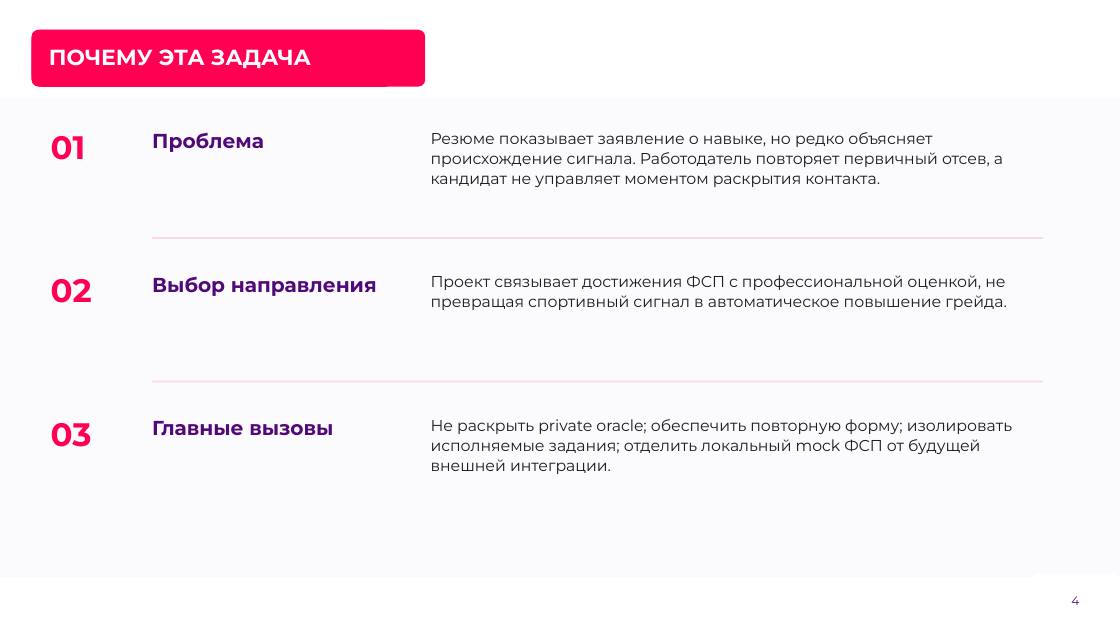
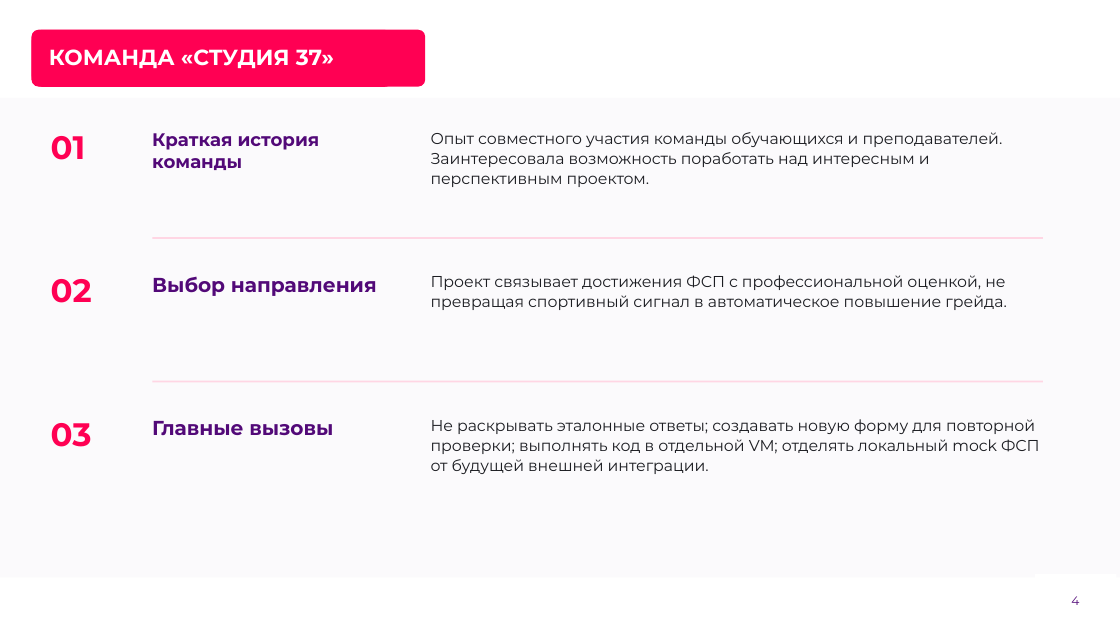
Before and after one commit to punkpsyh-hash/Fsp, a slide deck: slide 4 of docs/delivery/fsp-lct-2026.pptx. Drawn at 1120x630 pixels with LibreOffice and Linux fonts; fonts in the diff are those of the drawing; background and template pictures are left out. Boxes give left, top, right and bottom in pixels: in the first picture for what was removed or moved away, otherwise in the second. Text is boxed around its words. In the diff, an @@ line names an element or a change of style, - is before the commit and + after.

```diff
--- a/docs/delivery/fsp-lct-2026.pptx
+++ b/docs/delivery/fsp-lct-2026.pptx
@@ text at (49, 49, 334, 68): text changed @@
-ПОЧЕМУ ЭТА ЗАДАЧА
+КОМАНДА «СТУДИЯ 37»
@@ text at (152, 133, 320, 170): text changed; size 17.2 to 15.6 pt @@
-Проблема
+Краткая история команды
@@ text at (431, 132, 1003, 187): text changed @@
-Резюме показывает заявление о навыке, но редко объясняет происхождение сигнала. Работодатель повторяет первичный отсев, а кандидат не управляет моментом раскрытия контакта.
+Опыт совместного участия команды обучающихся и преподавателей. Заинтересовала возможность поработать над интересным и перспективным проектом.
@@ text at (431, 419, 1040, 474): text changed @@
-Не раскрыть private oracle; обеспечить повторную форму; изолировать исполняемые задания; отделить локальный mock ФСП от будущей внешней интеграции.
+Не раскрывать эталонные ответы; создавать новую форму для повторной проверки; выполнять код в отдельной VM; отделять локальный mock ФСП от будущей внешней интеграции.
```
Also in this commit, not shown: 5 other slides changed, 56 other files.
=======
Return the total number of lines in the records that contain "будущей", without any explanation.

RESULT FOR THIS TASK -> 2